Similarly, a preliminary Vero Beach police report released last week blamed the tragic crash earlier this month at that same intersection on the Holy Cross women’s crew coach, who was driving the rented passenger van in which Rett was killed.
The report, in fact, indicates the longtime coach, Patrick Diggins, 55, failed to yield the right-of-way to an oncoming northbound pickup truck when he attempted to turn left from the boulevard onto the bridge shortly before 7:30 a.m.
It also states that the pickup driver, Ronald Wolfe of Fort Pierce, told police that Diggins appeared to be “looking down and not looking at the roadway” as he turned toward the bridge.

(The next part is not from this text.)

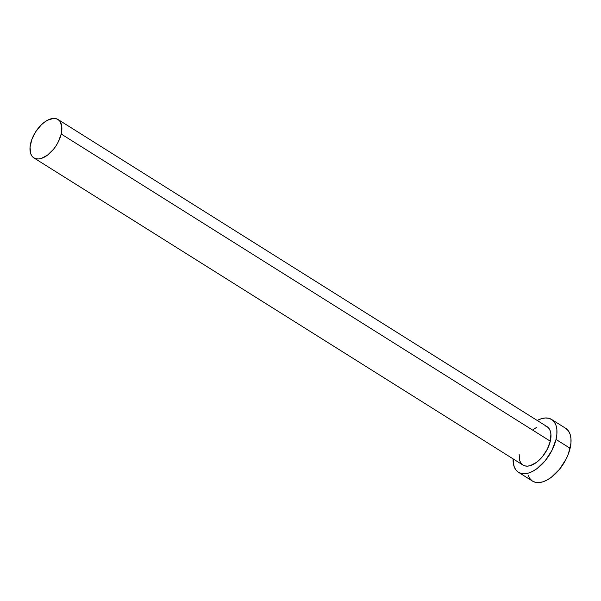 <?xml version="1.0" encoding="UTF-8"?>
<svg xmlns="http://www.w3.org/2000/svg" width="601" height="601" viewBox="0 0 601 601"><rect width="100%" height="100%" fill="white"/><g stroke="black" fill="none" stroke-linecap="round" stroke-linejoin="round"><path stroke-width="0.9" d="M33.874 157.89L522.96 465.061A22.673 12.351 -57.9 0 0 538.346 460.884A22.673 12.351 -57.9 0 0 550.298 441.187L61.204 134.015A22.673 12.351 122.1 0 1 49.259 153.713A22.673 12.351 122.1 0 1 33.874 157.89A22.673 12.351 122.1 0 1 30.659 143.361A22.673 12.351 122.1 0 1 42.603 123.663A22.673 12.351 122.1 0 1 57.989 119.486A22.673 12.351 122.1 0 1 61.204 134.015L550.298 441.187L547.361 449.097L542.545 456.52L536.588 462.312L530.39 465.602L527.498 466.136L524.898 465.888L522.682 464.873L520.947 463.123L519.745 460.712L519.136 454.296M518.445 472.258L532.531 481.108A31.177 16.978 -57.9 0 0 553.686 475.368A31.177 16.978 -57.9 0 0 570.109 448.278L556.023 439.436A31.177 16.978 122.1 0 1 539.593 466.519A31.177 16.978 122.1 0 1 518.445 472.258A31.177 16.978 122.1 0 1 513.096 458.863L514.02 466.286L515.666 469.599L518.062 472.003L521.105 473.4L524.681 473.738L528.655 473.01L532.869 471.237L537.174 468.479L545.37 460.516L551.988 450.314L556.023 439.436L570.109 448.278A31.177 16.978 -57.9 0 0 565.691 428.31L551.598 419.46A31.177 16.978 122.1 0 1 556.023 439.436L556.864 434.26L556.864 429.535L556.023 425.433L554.377 422.12L551.981 419.716L548.938 418.319L545.362 417.98L541.388 418.709L537.166 420.482M537.211 420.46A31.177 16.978 122.1 0 1 551.598 419.46M533.455 429.407L536.58 427.401M545.145 425.831L547.361 426.845L549.096 428.596L550.291 431L550.907 433.982L550.298 441.187A22.673 12.351 -57.9 0 0 547.075 426.657L57.989 119.486M528.114 475.136L529.759 478.449L532.148 480.853L535.19 482.25L538.766 482.588L542.741 481.859L546.963 480.079L551.267 477.329L559.456 469.358L566.074 459.164L568.463 453.702L570.95 443.11L570.95 438.377L570.109 434.283L568.463 430.962L566.074 428.566M61.204 134.015L61.82 126.811L60.01 121.425L58.267 119.674L56.058 118.66L53.459 118.412L47.494 120.238L44.369 122.236L41.296 124.865L35.805 131.604L31.861 139.417L30.05 147.125L30.659 153.548L31.861 155.952L33.596 157.702L35.812 158.717L38.411 158.964L41.304 158.431L47.502 155.141L53.459 149.349L56.058 145.773L58.274 141.926L61.204 134.015"/></g></svg>

But the report doesn’t provide any certain answers as to why Diggins, driving a van filled with 11 of his Holy Cross rowers, pulled directly into the path of the pickup that, according to multiple witnesses, had the right-of-way.
“That’s the big question: Why?” Currey said last week. “What did he see? What was going through his mind? We haven’t spoken to him yet.”
Diggins, who brought the team to Vero Beach to train, was among those injured in the crash and has been recovering at Fort Pierce’s Lawnwood Regional Medical Center.
He, along with Wolfe and six rowers, was hospitalized after the crash. Rett, who was riding in the right-front passenger seat in the section of the van that took the brunt of collision, died at the scene.
The police report stated that Diggins uttered several remarks before being taken to the hospital, including: “Please let me have had a green light. Did I have a green arrow? God, please let me have had a green arrow.”
Witnesses say he didn’t, and police have concluded he was at fault in the fatal crash.
But was the fault entirely his, or does the intersection need to be changed in some significant way to make it safer?
Hopefully, FDOT will provide some answers in February.